▶ **What the exercise asks**:
Without the pictures, return each record as it appears.

▶ **Records drawn from a dataset**:
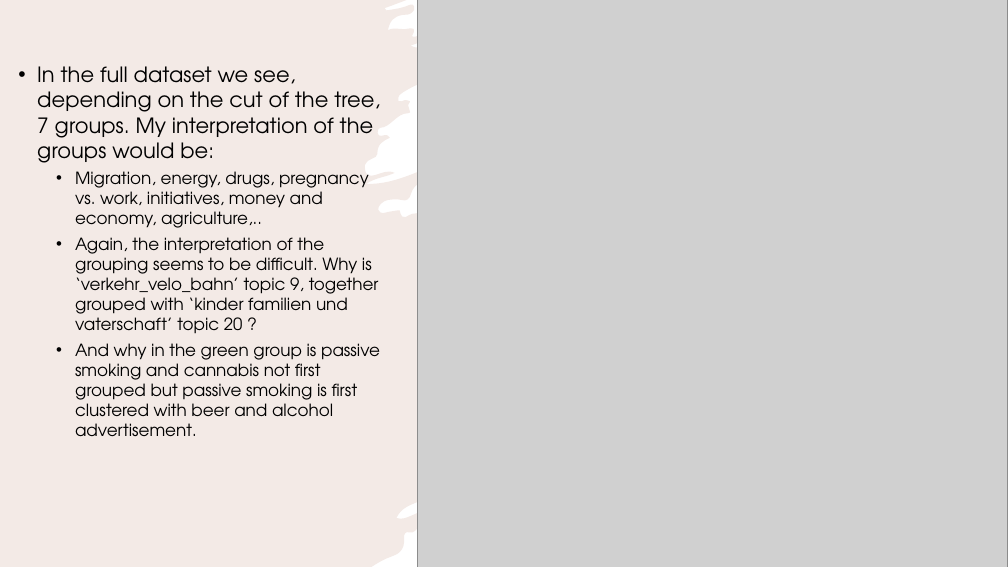
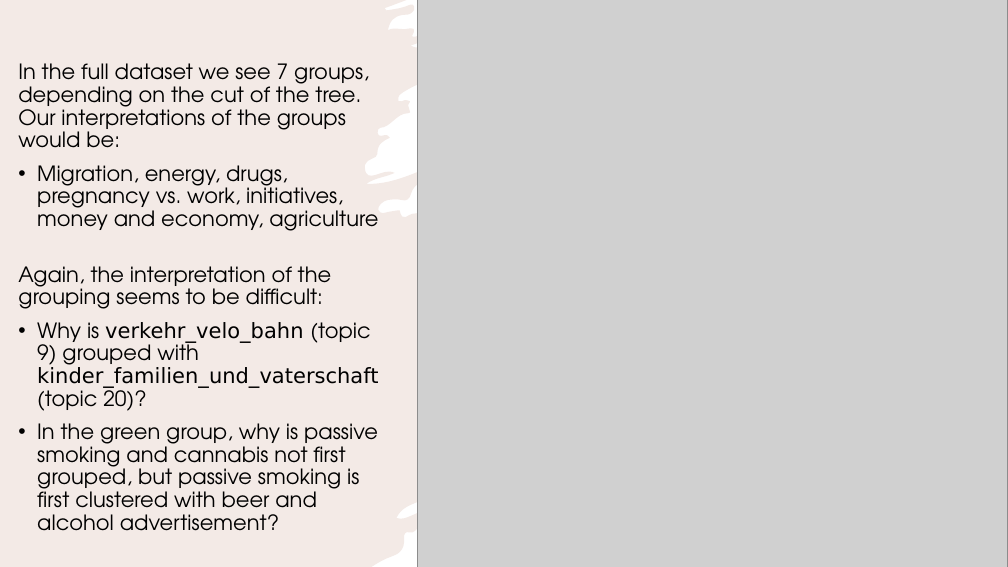
Before and after one commit to rfahrn/Exercise_3, a slide deck: slide 10 of Report – Key Findings.pptx. Drawn at 1008x567 pixels with LibreOffice and Linux fonts; fonts in the diff are those of the drawing; grey boxes stand for pictures. Boxes give left, top, right and bottom in pixels: in the first picture for what was removed or moved away, otherwise in the second. Text is boxed around its words. In the diff, an @@ line names an element or a change of style, - is before the commit and + after.

```diff
--- a/Report – Key Findings.pptx
+++ b/Report – Key Findings.pptx
@@ text at [18, 63, 378, 531]: text changed; size 16 to 20 pt @@
-• In the full dataset we see, depending on the cut of the tree, 7 groups. My interpretation of the groups would be:
-  • Migration, energy, drugs, pregnancy vs. work, initiatives, money and economy, agriculture,..
-  • Again, the interpretation of the grouping seems to be difficult. Why is ‘verkehr_velo_bahn’ topic 9, together grouped with ‘kinder familien und vaterschaft’ topic 20 ?
-  • And why in the green group is passive smoking and cannabis not first grouped but passive smoking is first clustered with beer and alcohol advertisement.
+In the full dataset we see 7 groups, depending on the cut of the tree. Our interpretations of the groups would be:
+• Migration, energy, drugs, pregnancy vs. work, initiatives, money and economy, agriculture
+Again, the interpretation of the grouping seems to be difficult:
+• Why is verkehr_velo_bahn (topic 9) grouped with kinder_familien_und_vaterschaft (topic 20)?
+• In the green group, why is passive smoking and cannabis not first grouped, but passive smoking is first clustered with beer and alcohol advertisement?
```
Also in this commit, not shown: 10 other slides changed, 1 other file.

▶ **Task solution**:
Before and after one commit to rfahrn/Exercise_3, a slide deck: slide 10 of Report – Key Findings.pptx. Drawn at 1008x567 pixels with LibreOffice and Linux fonts; fonts in the diff are those of the drawing; grey boxes stand for pictures. Boxes give left, top, right and bottom in pixels: in the first picture for what was removed or moved away, otherwise in the second. Text is boxed around its words. In the diff, an @@ line names an element or a change of style, - is before the commit and + after.

```diff
--- a/Report – Key Findings.pptx
+++ b/Report – Key Findings.pptx
@@ text at [18, 63, 378, 531]: text changed; size 16 to 20 pt @@
-• In the full dataset we see, depending on the cut of the tree, 7 groups. My interpretation of the groups would be:
-  • Migration, energy, drugs, pregnancy vs. work, initiatives, money and economy, agriculture,..
-  • Again, the interpretation of the grouping seems to be difficult. Why is ‘verkehr_velo_bahn’ topic 9, together grouped with ‘kinder familien und vaterschaft’ topic 20 ?
-  • And why in the green group is passive smoking and cannabis not first grouped but passive smoking is first clustered with beer and alcohol advertisement.
+In the full dataset we see 7 groups, depending on the cut of the tree. Our interpretations of the groups would be:
+• Migration, energy, drugs, pregnancy vs. work, initiatives, money and economy, agriculture
+Again, the interpretation of the grouping seems to be difficult:
+• Why is verkehr_velo_bahn (topic 9) grouped with kinder_familien_und_vaterschaft (topic 20)?
+• In the green group, why is passive smoking and cannabis not first grouped, but passive smoking is first clustered with beer and alcohol advertisement?
```
Also in this commit, not shown: 10 other slides changed, 1 other file.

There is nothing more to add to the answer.